Text and photographs are © by Ellen Spector Platt & Ellen Zachos, all rights reserved.


Wednesday, March 25, 2009

MAKING MORE

(above, my faithful houseplant, Stapelia gigantea with fly pollinator)
Winter seems endless in New York City, and to keep my fingernails properly dirty when I have no gardening chores, I’ve made a few wintertime propagation experiments. First I dug up, re-potted, and brought indoors the tender lavender ‘Goodwin Creek Grey’. I also took four, five-inch cuttings from the mother plant, stripped the bottoms of leaves, dipped them in a rooting hormone and stuck them in a soil-less mix. Mother and daughters stayed on my office windowsill through winter ‘08, grew and bloomed summer '08 in my rooftop garden.(above , lavender cuttings on left, lavender mother plant far right, in green bottle, Ming Aralia cutting)

House Plant Dividend
At the same time I took a cutting from the five foot Ming Aralia that resides in a corner of my living room. The cutting, about eight inches long, stood in a bottle of water for three months; when fully rooted I potted it in it’s own container. The baby is promised to Diane and Gary the next time they come for a visit. (She had the chutzpah to ask for it.)
The mother plant was a cast-off, offered by a family in my building who was selling their apartment. Their realtor laid down the law. Get rid of that thing because it takes up too much space and makes the living room look minuscule. The offer was made with full disclosure; the plant looked like it was dying and maybe the building “Plant Lady” could resurrect it.

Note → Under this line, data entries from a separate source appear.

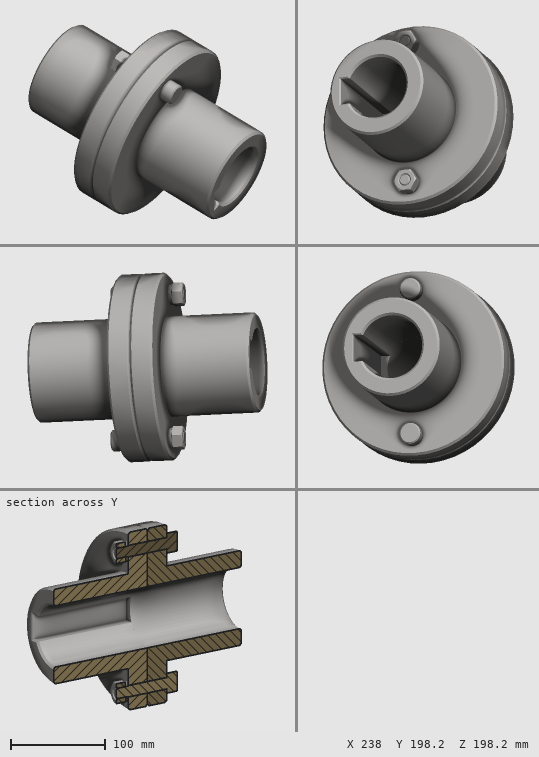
import cadquery as cq
import math


hub_length = 119.0
hub_diameter = 106.0
flange_diameter = 198.2
flange_thickness = 24.5
edge_chamfer = 2.4
root_fillet = 0.7
bore_diameter = 67.5
keyway_width = 28.3
keyway_depth_from_axis = 40.7
keyway_chamfer = 1.5

bolt_circle_radius = 77.8
bolt_angles = [0, 180]
bolt_diameter = 12.1
bolt_tip_chamfer = 1.2
head_diameter = 22.5
head_length = 13.5
head_chamfer = 1.5

washer_diameter = 22.0
washer_thickness = 3.0
split_width = 2.9
split_tilt = 22.0

nut_across_flats = 22.5
nut_thickness = 12.0
nut_face_diameter = 21.7
nut_chamfer_angle = 30.0
countersink_diameter = 14.5

washer_seat_x = -flange_thickness
nut_seat_x = washer_seat_x - washer_thickness
nut_face_x = nut_seat_x - nut_thickness


def cylinder(start_x, length, diameter):
    """Cylinder on the X axis, running from start_x towards +X."""
    return cq.Workplane("YZ", origin=(start_x, 0, 0)).circle(diameter / 2).extrude(length)


def cone(start_x, length, start_diameter, end_diameter):
    """Truncated cone on the X axis, running from start_x towards +X."""
    return cq.Workplane("XY").add(
        cq.Solid.makeCone(
            start_diameter / 2, end_diameter / 2, length, cq.Vector(start_x, 0, 0), cq.Vector(1, 0, 0)
        )
    )


def at_bolt(body, angle):
    """Place a body built on the X axis at one position on the bolt circle."""
    turn = math.radians(angle)
    return body.translate((0, bolt_circle_radius * math.sin(turn), bolt_circle_radius * math.cos(turn)))


def make_keyway():
    """Rectangular keyway on the +Y side with a flared mouth at the outer end of the hub."""
    slot = cq.Workplane("XY").box(
        hub_length, keyway_depth_from_axis, keyway_width, centered=(False, False, True)
    ).translate((-hub_length, 0, 0))
    mouth_depth = keyway_depth_from_axis + keyway_chamfer
    mouth_width = keyway_width + 2 * keyway_chamfer
    mouth = (
        cq.Workplane("YZ", origin=(-hub_length, 0, 0))
        .rect(2 * mouth_depth, mouth_width)
        .workplane(offset=keyway_chamfer)
        .rect(2 * keyway_depth_from_axis, keyway_width)
        .loft(ruled=True)
    )
    plus_y_side = cq.Workplane("XY").box(
        2 * hub_length, mouth_depth, mouth_width, centered=(True, False, True)
    )
    return slot.union(mouth.intersect(plus_y_side))


def make_hub():
    """Hub on the -X side of the joint, with its flange against the plane X = 0."""
    barrel = cylinder(-hub_length, hub_length, hub_diameter).faces("<X").chamfer(edge_chamfer)
    flange = cylinder(-flange_thickness, flange_thickness, flange_diameter).edges().chamfer(edge_chamfer)
    hub = barrel.union(flange)
    root_edge = cq.selectors.BoxSelector(
        (-flange_thickness - root_fillet, -hub_diameter, -hub_diameter),
        (-flange_thickness + root_fillet, hub_diameter, hub_diameter),
        boundingbox=True,
    )
    hub = hub.edges(root_edge).edges(cq.selectors.RadiusNthSelector(0)).fillet(root_fillet)
    hub = hub.cut(cylinder(-hub_length, hub_length, bore_diameter))
    hub = hub.cut(cone(-hub_length, edge_chamfer, bore_diameter + 2 * edge_chamfer, bore_diameter))
    hub = hub.cut(make_keyway())
    for angle in bolt_angles:
        hub = hub.cut(at_bolt(cylinder(-hub_length, hub_length, bolt_diameter), angle))
    return hub


def make_bolt():
    """Cylindrical-head bolt: head on the +X flange, tip flush with the outer nut face."""
    shank = cylinder(nut_face_x, flange_thickness - nut_face_x, bolt_diameter)
    shank = shank.faces("<X").chamfer(bolt_tip_chamfer)
    head = cylinder(flange_thickness, head_length, head_diameter).faces(">X").chamfer(head_chamfer)
    return shank.union(head)


def make_washer():
    """Spring washer, split on its +Z side by a tilted gap."""
    ring = cylinder(nut_seat_x, washer_thickness, washer_diameter)
    ring = ring.cut(cylinder(nut_seat_x, washer_thickness, bolt_diameter))
    split = (
        cq.Workplane("XY")
        .box(washer_diameter, split_width, washer_diameter, centered=(True, True, False))
        .rotate((0, 0, 0), (0, 0, 1), split_tilt)
        .translate((nut_seat_x + washer_thickness / 2, 0, 0))
    )
    return ring.cut(split)


def make_nut():
    """Hexagon nut with two flats facing +Z and -Z, corners chamfered at both ends."""
    across_corners = nut_across_flats / math.cos(math.pi / 6)
    corner_height = (across_corners - nut_face_diameter) / 2 * math.tan(math.radians(nut_chamfer_angle))
    nut = cq.Workplane("YZ", origin=(nut_face_x, 0, 0)).polygon(6, across_corners).extrude(nut_thickness)
    envelope = (
        cylinder(nut_face_x + corner_height, nut_thickness - 2 * corner_height, across_corners)
        .union(cone(nut_face_x, corner_height, nut_face_diameter, across_corners))
        .union(cone(nut_seat_x - corner_height, corner_height, across_corners, nut_face_diameter))
    )
    nut = nut.intersect(envelope)
    nut = nut.cut(cylinder(nut_face_x, nut_thickness, bolt_diameter))
    countersink_depth = (countersink_diameter - bolt_diameter) / 2
    return nut.cut(cone(nut_face_x, countersink_depth, countersink_diameter, bolt_diameter))


left_hub = make_hub()
right_hub = make_hub().rotate((0, 0, 0), (0, 0, 1), 180)

bolts = [at_bolt(make_bolt(), angle) for angle in bolt_angles]
washers = [at_bolt(make_washer(), angle) for angle in bolt_angles]
nuts = [at_bolt(make_nut(), angle) for angle in bolt_angles]

fasteners = [body.val() for body in bolts + washers + nuts]
result = cq.Compound.makeCompound([left_hub.val(), right_hub.val(), *fasteners])
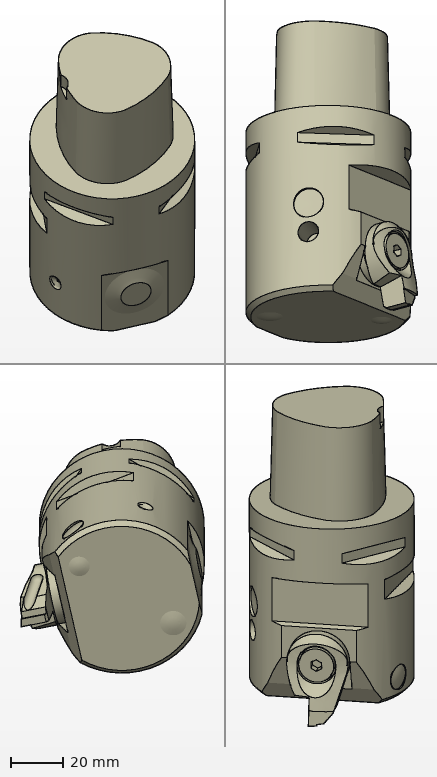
import cadquery as cq
import math

OVERALL_HEIGHT = 116.0
OVERALL_WIDTH = 71.2
BODY_DIAMETER = 63.0
BODY_RADIUS = BODY_DIAMETER / 2
BODY_LENGTH = 74.5
BASE_Z = -BODY_LENGTH
BASE_CHAMFER = 1.9
CUT_CLEARANCE = 5.8

SHANK_LENGTH = 37.9
SHANK_TOP_SCALE = 0.96
LOBE_REACH = 23.7
SIDE_REACH = 20.3
JOINT_RADIUS = 22.4
JOINT_ANGLE = 25.5
KEY_DIAMETER = 10.0
KEY_DEPTH = 6.4
KEY_INNER_REACH = 17.9

GRIPPER_DISTANCE = 27.8
GRIPPER_TOP_Z = -10.2
GRIPPER_BOTTOM_Z = -14.0
GRIPPER_FLARE = 26.0
SLOT_AZIMUTH = -100.0
SLOT_DISTANCE = 27.3
SLOT_TOP_Z = -23.7
SLOT_BOTTOM_Z = -31.7
POCKET_DISTANCE = 25.4
POCKET_TOP_Z = -23.8
POCKET_BOTTOM_Z = -41.5
WALL_FLARE = 14.0
BACK_DISTANCE = 28.5
BACK_TOP_Z = -42.5
BACK_FLARE = 38.0

CUTTER_Z = -55.2
SEAT_X = -28.0
BEVEL_X = -23.8
BEVEL_Z = -67.7
BASE_EDGE_X = -20.2
RECESS_WIDTH = 24.0
RECESS_FLOOR_X = -23.5
BOSS_X = -26.9

BACK_DOME_DIAMETER = 23.8
BACK_DOME_FLAT_DIAMETER = 12.1
BACK_DOME_X = 30.2
DOME_ROOT = 1.2

SIDE_DOME_DIAMETER = 10.0
SIDE_DOME_AZIMUTH = -115.0
SIDE_DOME_Z = -66.0
SIDE_DOME_HEIGHT = 0.7
LOCK_AZIMUTH = -61.3
LOCK_RIM_DIAMETER = 6.3
LOCK_FUNNEL_DIAMETER = 5.0
LOCK_TIP_DIAMETER = 1.0
LOCK_RIM_DEPTH = 0.6
LOCK_FUNNEL_DEPTH = 1.5
LOCK_DEPTH = 2.3
SIDE_HOLE_AZIMUTH = 115.0
DIAL_DIAMETER = 11.7
DIAL_Z = -38.9
DIAL_WALL_DEPTH = 1.2
DIAL_DEPTH = 1.9
PORT_DIAMETER = 8.0
PORT_Z = -50.7
PORT_DEPTH = 13.9

BASE_DOMES = [(-13.1, -16.1, 8.0), (17.2, 14.2, 10.0)]
BASE_DOME_HEIGHT = 0.7

HEAD_DIAMETER = 23.8
HEAD_RADIUS = HEAD_DIAMETER / 2
RIM_X = -31.5
FRONT_X = -34.6
FRONT_BEVEL_RADIUS = 8.6
TIP_X = BODY_RADIUS - OVERALL_WIDTH
TIP_Z = SHANK_LENGTH - OVERALL_HEIGHT
TIP_EDGE_Y = 2.1
STEP_Z = -68.9
STEP_FRONT = (-37.1, -66.8)
TIP_FACE_TURN = 13.0
TIP_FACE_TOP = (-38.7, -72.0)
NOSE_EDGE_Y = -1.0
NOSE_HEIGHT = 0.6
TIP_BEVEL_START = (-3.7, -77.3)
FLANK_MIDDLE = (10.5, -62.0)
FLANK_END_Y = 6.4
FRONT_PATH = [
    (FRONT_X, -53.4),
    (-35.3, -58.0),
    (-36.9, -63.3),
    (-38.4, -68.9),
    (-39.5, -74.5),
    (-40.4, -79.1),
]
FRONT_START_DIRECTION = (0, -1)
FRONT_END_DIRECTION = (-0.2, -1)
BACK_PATH = [(-29.9, TIP_Z), (-28.9, -77.1), (-27.3, STEP_Z), (-27.5, -58.0), (SEAT_X, CUTTER_Z)]
TIP_CORNER = (-7.1, -73.2)
DISH_RADIUS = 7.5
DISH_BASE_X = -33.8
FLUTE_DIAMETER = 4.8
FLUTE_TOP = (-31.0, -10.3, -62.9)
FLUTE_END = (-36.0, -5.8, -78.9)

SCREW_HEAD_DIAMETER = 13.6
SCREW_HEAD_X = -34.0
SCREW_SEAT_X = -31.1
SCREW_SHANK_DIAMETER = 8.0
SCREW_END_X = -16.2
SOCKET_CORNER_DIAMETER = 4.8
SOCKET_DEPTH = 3.5


def polar(radius, degrees):
    """Point at a radius and an angle."""
    angle = math.radians(degrees)
    return (radius * math.cos(angle), radius * math.sin(angle))


def radial_plane(azimuth, z, radius):
    """Plane facing outward from the body axis."""
    x, y = polar(1, azimuth)
    return cq.Plane(origin=(radius * x, radius * y, z), xDir=(-y, x, 0), normal=(x, y, 0))


def x_cylinder(diameter, x_start, x_end):
    """Cylinder along X on the clamping screw axis."""
    plane = cq.Plane(origin=(x_start, 0, CUTTER_Z), xDir=(0, 1, 0), normal=(1, 0, 0))
    return cq.Workplane(plane).circle(diameter / 2).extrude(x_end - x_start)


def dome(plane, diameter, height):
    """Spherical cap standing on a plane."""
    profile = (
        cq.Workplane("XZ")
        .moveTo(0, 0)
        .lineTo(diameter / 2, 0)
        .radiusArc((0, height), -((diameter / 2) ** 2 + height**2) / (2 * height))
        .close()
    )
    cap = profile.revolve(360, (0, 0, 0), (0, 1, 0)).val()
    return cq.Workplane(cap.moved(cq.Location(plane)))


def turned_recess(plane, radii_and_depths):
    """Round recess below a plane; its profile is (radius, depth) points ending on the axis."""
    top_radius = radii_and_depths[0][0]
    points = [(0, CUT_CLEARANCE), (top_radius, CUT_CLEARANCE)]
    points += [(radius, -depth) for radius, depth in radii_and_depths]
    tool = cq.Workplane("XZ").polyline(points).close().revolve(360, (0, 0, 0), (0, 1, 0)).val()
    return cq.Workplane(tool.moved(cq.Location(plane)))


def flat_cutter(azimuth, distance, top_z, bottom_z, flare):
    """Tool that cuts a flat across the body; its end walls flare outward."""
    reach = BODY_RADIUS + CUT_CLEARANCE
    rise = (reach - distance) * math.tan(math.radians(flare))
    profile = [
        (distance, top_z),
        (reach, top_z + rise),
        (reach, bottom_z - rise),
        (distance, bottom_z),
    ]
    tool = cq.Workplane("XZ").polyline(profile).close().extrude(BODY_RADIUS, both=True)
    return tool.rotate((0, 0, 0), (0, 0, 1), azimuth)


def shank_outline(workplane, scale):
    """Three lobes, one pointing to +Y, joined by flatter arcs."""
    outline = workplane.moveTo(*polar(scale * JOINT_RADIUS, 90 - JOINT_ANGLE))
    for lobe_angle in (90, 210, 330):
        outline = outline.threePointArc(
            polar(scale * LOBE_REACH, lobe_angle),
            polar(scale * JOINT_RADIUS, lobe_angle + JOINT_ANGLE),
        ).threePointArc(
            polar(scale * SIDE_REACH, lobe_angle + 60),
            polar(scale * JOINT_RADIUS, lobe_angle + 120 - JOINT_ANGLE),
        )
    return outline.close()


def make_shank():
    base = shank_outline(cq.Workplane("XY"), 1)
    shank = shank_outline(base.workplane(offset=SHANK_LENGTH), SHANK_TOP_SCALE).loft(ruled=True)
    key_y = -KEY_INNER_REACH - KEY_DIAMETER / 2
    key = (
        cq.Workplane("XY", origin=(0, key_y, SHANK_LENGTH - KEY_DEPTH))
        .circle(KEY_DIAMETER / 2)
        .extrude(KEY_DEPTH)
    )
    return shank.cut(key)


def cut_flats(body):
    for azimuth in (45, 135, 225, 315):
        gripper = (GRIPPER_DISTANCE, GRIPPER_TOP_Z, GRIPPER_BOTTOM_Z, GRIPPER_FLARE)
        body = body.cut(flat_cutter(azimuth, *gripper))
    body = body.cut(flat_cutter(SLOT_AZIMUTH, SLOT_DISTANCE, SLOT_TOP_Z, SLOT_BOTTOM_Z, WALL_FLARE))
    body = body.cut(flat_cutter(180, POCKET_DISTANCE, POCKET_TOP_Z, POCKET_BOTTOM_Z, WALL_FLARE))
    return body.cut(flat_cutter(0, BACK_DISTANCE, BACK_TOP_Z, BASE_Z - CUT_CLEARANCE, BACK_FLARE))


def shape_seat(body):
    """Flat seat for the cutter, two bevels below it, and a boss in a recess across the bevels."""
    outer_x = -BODY_RADIUS - CUT_CLEARANCE
    relief = [
        (outer_x, POCKET_BOTTOM_Z),
        (SEAT_X, POCKET_BOTTOM_Z),
        (SEAT_X, CUTTER_Z),
        (BEVEL_X, BEVEL_Z),
        (BASE_EDGE_X, BASE_Z),
        (outer_x, BASE_Z),
    ]
    body = body.cut(cq.Workplane("XZ").polyline(relief).close().extrude(BODY_RADIUS, both=True))
    recess = cq.Workplane("XY").box(
        RECESS_FLOOR_X - outer_x, RECESS_WIDTH, CUTTER_Z - BASE_Z, centered=(False, True, False)
    )
    body = body.cut(recess.translate((outer_x, 0, BASE_Z)))
    body = body.union(x_cylinder(RECESS_WIDTH, BOSS_X, RECESS_FLOOR_X + DOME_ROOT))
    return body.cut(x_cylinder(SCREW_SHANK_DIAMETER, SEAT_X - CUT_CLEARANCE, SCREW_END_X))


def add_back_dome(body):
    """Shallow dome with a flat middle on the +X flat."""
    outer = BACK_DOME_DIAMETER / 2
    inner = BACK_DOME_FLAT_DIAMETER / 2
    profile = (
        cq.Workplane("XY")
        .moveTo(BACK_DISTANCE - DOME_ROOT, 0)
        .lineTo(BACK_DISTANCE - DOME_ROOT, outer)
        .lineTo(BACK_DISTANCE, outer)
        .radiusArc((BACK_DOME_X, inner), -BODY_RADIUS)
        .lineTo(BACK_DOME_X, 0)
        .close()
    )
    back_dome = profile.revolve(360, (0, 0, 0), (1, 0, 0)).translate((0, 0, CUTTER_Z))
    return body.union(back_dome)


def add_side_details(body):
    floor_radius = BODY_RADIUS - SIDE_DOME_HEIGHT
    dome_floor = radial_plane(SIDE_DOME_AZIMUTH, SIDE_DOME_Z, floor_radius)
    body = body.cut(turned_recess(dome_floor, [(SIDE_DOME_DIAMETER / 2, 0), (0, 0)]))
    body = body.union(dome(dome_floor, SIDE_DOME_DIAMETER, SIDE_DOME_HEIGHT))

    lock_profile = [
        (LOCK_RIM_DIAMETER / 2, 0),
        (LOCK_FUNNEL_DIAMETER / 2, LOCK_RIM_DEPTH),
        (LOCK_TIP_DIAMETER / 2, LOCK_FUNNEL_DEPTH),
        (LOCK_TIP_DIAMETER / 2, LOCK_DEPTH),
        (0, LOCK_DEPTH),
    ]
    body = body.cut(turned_recess(radial_plane(LOCK_AZIMUTH, CUTTER_Z, BODY_RADIUS), lock_profile))

    dial_profile = [(DIAL_DIAMETER / 2, DIAL_WALL_DEPTH), (0, DIAL_DEPTH)]
    body = body.cut(turned_recess(radial_plane(SIDE_HOLE_AZIMUTH, DIAL_Z, BODY_RADIUS), dial_profile))
    port_profile = [(PORT_DIAMETER / 2, PORT_DEPTH), (0, PORT_DEPTH)]
    return body.cut(turned_recess(radial_plane(SIDE_HOLE_AZIMUTH, PORT_Z, BODY_RADIUS), port_profile))


def add_base_domes(body):
    for x, y, diameter in BASE_DOMES:
        plane = cq.Plane(origin=(x, y, BASE_Z), xDir=(1, 0, 0), normal=(0, 0, -1))
        body = body.union(dome(plane, diameter, BASE_DOME_HEIGHT))
    return body


def make_housing():
    body = cq.Workplane("XY").circle(BODY_RADIUS).extrude(-BODY_LENGTH)
    body = body.faces("<Z").chamfer(BASE_CHAMFER)
    body = cut_flats(body)
    body = shape_seat(body)
    body = add_back_dome(body)
    body = add_side_details(body)
    body = add_base_domes(body)
    return body.union(make_shank())


def cutter_outline():
    """Outline seen along X: round head, curved flank, narrow tip at the bottom."""
    corner_y = TIP_CORNER[0]
    corner_drop = TIP_CORNER[1] - CUTTER_Z
    corner_angle = math.atan2(corner_drop, corner_y)
    tangent_angle = corner_angle - math.acos(HEAD_RADIUS / math.hypot(corner_y, corner_drop))
    tangent_y, tangent_z = polar(HEAD_RADIUS, math.degrees(tangent_angle))
    return (
        cq.Workplane("YZ", origin=(TIP_X, 0, 0))
        .moveTo(HEAD_RADIUS, CUTTER_Z)
        .threePointArc(FLANK_MIDDLE, (FLANK_END_Y, STEP_Z))
        .lineTo(TIP_EDGE_Y, STEP_Z)
        .lineTo(TIP_EDGE_Y, TIP_Z)
        .lineTo(NOSE_EDGE_Y, TIP_Z)
        .lineTo(NOSE_EDGE_Y, TIP_Z + NOSE_HEIGHT)
        .lineTo(*TIP_BEVEL_START)
        .lineTo(*TIP_CORNER)
        .lineTo(tangent_y, CUTTER_Z + tangent_z)
        .threePointArc((0, CUTTER_Z + HEAD_RADIUS), (HEAD_RADIUS, CUTTER_Z))
        .close()
        .extrude(BOSS_X - TIP_X)
    )


def cutter_profile():
    """Profile seen along Y: seat face at the top and a relieved back down to the tip."""
    outer_x = TIP_X - CUT_CLEARANCE
    points = [
        (SEAT_X, CUTTER_Z + HEAD_DIAMETER),
        (outer_x, CUTTER_Z + HEAD_DIAMETER),
        (outer_x, TIP_Z),
    ]
    points += BACK_PATH
    return cq.Workplane("XZ").polyline(points).close().extrude(HEAD_DIAMETER, both=True)


def crowned_blank():
    """Stock with a crowned front that runs straight down the head and leans outward to the tip."""
    start_z = CUTTER_Z + HEAD_DIAMETER
    side = HEAD_RADIUS + CUT_CLEARANCE
    crown = (
        cq.Workplane("XY", origin=(0, 0, start_z))
        .moveTo(BOSS_X + CUT_CLEARANCE, side)
        .lineTo(RIM_X, side)
        .lineTo(RIM_X, HEAD_RADIUS)
        .threePointArc((FRONT_X, 0), (RIM_X, -HEAD_RADIUS))
        .lineTo(RIM_X, -side)
        .lineTo(BOSS_X + CUT_CLEARANCE, -side)
        .close()
    )
    path = (
        cq.Workplane("XZ")
        .moveTo(FRONT_X, start_z)
        .spline(FRONT_PATH, tangents=[FRONT_START_DIRECTION, FRONT_END_DIRECTION], includeCurrent=True)
    )
    return crown.sweep(path)


def cut_head_bevel(cutter):
    """Conical bevel round the upper rim of the head."""
    slope = (HEAD_RADIUS - FRONT_BEVEL_RADIUS) / (RIM_X - FRONT_X)
    outside = HEAD_RADIUS + CUT_CLEARANCE
    profile = [
        (RIM_X + CUT_CLEARANCE, HEAD_RADIUS + slope * CUT_CLEARANCE),
        (TIP_X, HEAD_RADIUS - slope * (RIM_X - TIP_X)),
        (TIP_X, outside),
        (RIM_X + CUT_CLEARANCE, outside),
    ]
    ring = cq.Workplane("XY").polyline(profile).close().revolve(180, (0, 0, 0), (1, 0, 0))
    return cutter.cut(ring.translate((0, 0, CUTTER_Z)))


def cut_tip_face(cutter):
    """Flat face across the front of the tip, turned back from the cutting edge."""
    points = [
        TIP_FACE_TOP,
        (TIP_X, TIP_Z),
        (TIP_X - CUT_CLEARANCE, TIP_Z),
        (TIP_X - CUT_CLEARANCE, TIP_FACE_TOP[1]),
    ]
    tool = cq.Workplane("XZ").polyline(points).close().extrude(HEAD_DIAMETER, both=True)
    edge_bottom = (TIP_X, TIP_EDGE_Y, 0)
    edge_top = (TIP_X, TIP_EDGE_Y, 1)
    return cutter.cut(tool.rotate(edge_bottom, edge_top, TIP_FACE_TURN))


def cut_screw_dish(cutter):
    """Conical dish, counterbore and hole for the clamping screw."""
    dish_height = DISH_BASE_X - TIP_X
    dish_profile = [
        (DISH_BASE_X, 0),
        (DISH_BASE_X, DISH_RADIUS),
        (TIP_X, DISH_RADIUS + dish_height),
        (TIP_X, 0),
    ]
    dish = cq.Workplane("XY").polyline(dish_profile).close().revolve(360, (0, 0, 0), (1, 0, 0))
    cutter = cutter.cut(dish.translate((0, 0, CUTTER_Z)))
    cutter = cutter.cut(x_cylinder(2 * DISH_RADIUS, TIP_X, SCREW_SEAT_X))
    return cutter.cut(x_cylinder(SCREW_SHANK_DIAMETER, TIP_X, BOSS_X))


def cut_step(cutter):
    """Slanted underside of the head beside the tip."""
    step = [
        STEP_FRONT,
        (SEAT_X, STEP_Z),
        (BOSS_X, STEP_Z),
        (BOSS_X, TIP_Z),
        (TIP_X, TIP_Z),
        (TIP_X, STEP_FRONT[1]),
    ]
    wedge = cq.Workplane("XZ", origin=(0, TIP_EDGE_Y, 0)).polyline(step).close().extrude(-HEAD_RADIUS)
    return cutter.cut(wedge)


def cut_flute(cutter):
    """Round-ended groove along the sloping -Y flank of the tail."""
    start = cq.Vector(*FLUTE_TOP)
    run = cq.Vector(*FLUTE_END) - start
    groove = cq.Solid.makeCylinder(FLUTE_DIAMETER / 2, run.Length, start, run)
    ball = cq.Workplane("XY").sphere(FLUTE_DIAMETER / 2).translate(FLUTE_TOP)
    return cutter.cut(cq.Workplane(groove)).cut(ball)


def make_cutter():
    cutter = crowned_blank().intersect(cutter_profile()).intersect(cutter_outline())
    cutter = cut_head_bevel(cutter)
    cutter = cut_tip_face(cutter)
    cutter = cut_screw_dish(cutter)
    cutter = cut_step(cutter)
    return cut_flute(cutter)


def make_screw():
    head = x_cylinder(SCREW_HEAD_DIAMETER, SCREW_HEAD_X, SCREW_SEAT_X)
    screw = head.union(x_cylinder(SCREW_SHANK_DIAMETER, SCREW_SEAT_X, SCREW_END_X))
    plane = cq.Plane(origin=(SCREW_HEAD_X, 0, CUTTER_Z), xDir=(0, 0, 1), normal=(1, 0, 0))
    socket = cq.Workplane(plane).polygon(6, SOCKET_CORNER_DIAMETER).extrude(SOCKET_DEPTH)
    return screw.cut(socket)


housing = make_housing()
cutter = make_cutter()
screw = make_screw()
result = cq.Compound.makeCompound([housing.val(), cutter.val(), screw.val()])

I did, merely by deep watering once a week.(above, Ming Aralia mother and daughter)

Got Spit?
My Stapelia gigantea (Carrion Plant) was getting long and ungainly, so three weeks ago, I whacked a piece off,
let the end heal for a week, while
warning Ben not to throw it in the
garbage.This succulent would
probably root perfectly well in
potting soil without any special
treatment, but a friend who seeks
out heritage roses in unusual
places swears by the rooting
properties of saliva. She says she
carefully puts the end of a rose
cutting in her mouth and slathers
it with spit before placing it in
potting mix. Talk about organic,
free, and ever-handy, I couldn’t
resist the spit treatment. Since I
don’t know the taste and health-
fulness of the plant, I spit in my
hand and rolled the end of the cutting in it. I’ll spare you the sight of that, but I experienced the smug feeling that comes from getting away with something. Of course there’s no control group so the fact that the cutting is doing fine is absolutely no proof of the efficacy of the spit treatment.

A perfect project for a kid’s science experiment, does spit encourage rooting and in which plants? What enzymes or growth hormones are in saliva that would encourage rooting? Anyone out there have any knowledge or a reference? Best answer gets the cutting in a hand thrown stoneware pot; see mother plant in bud above, then in bloom below.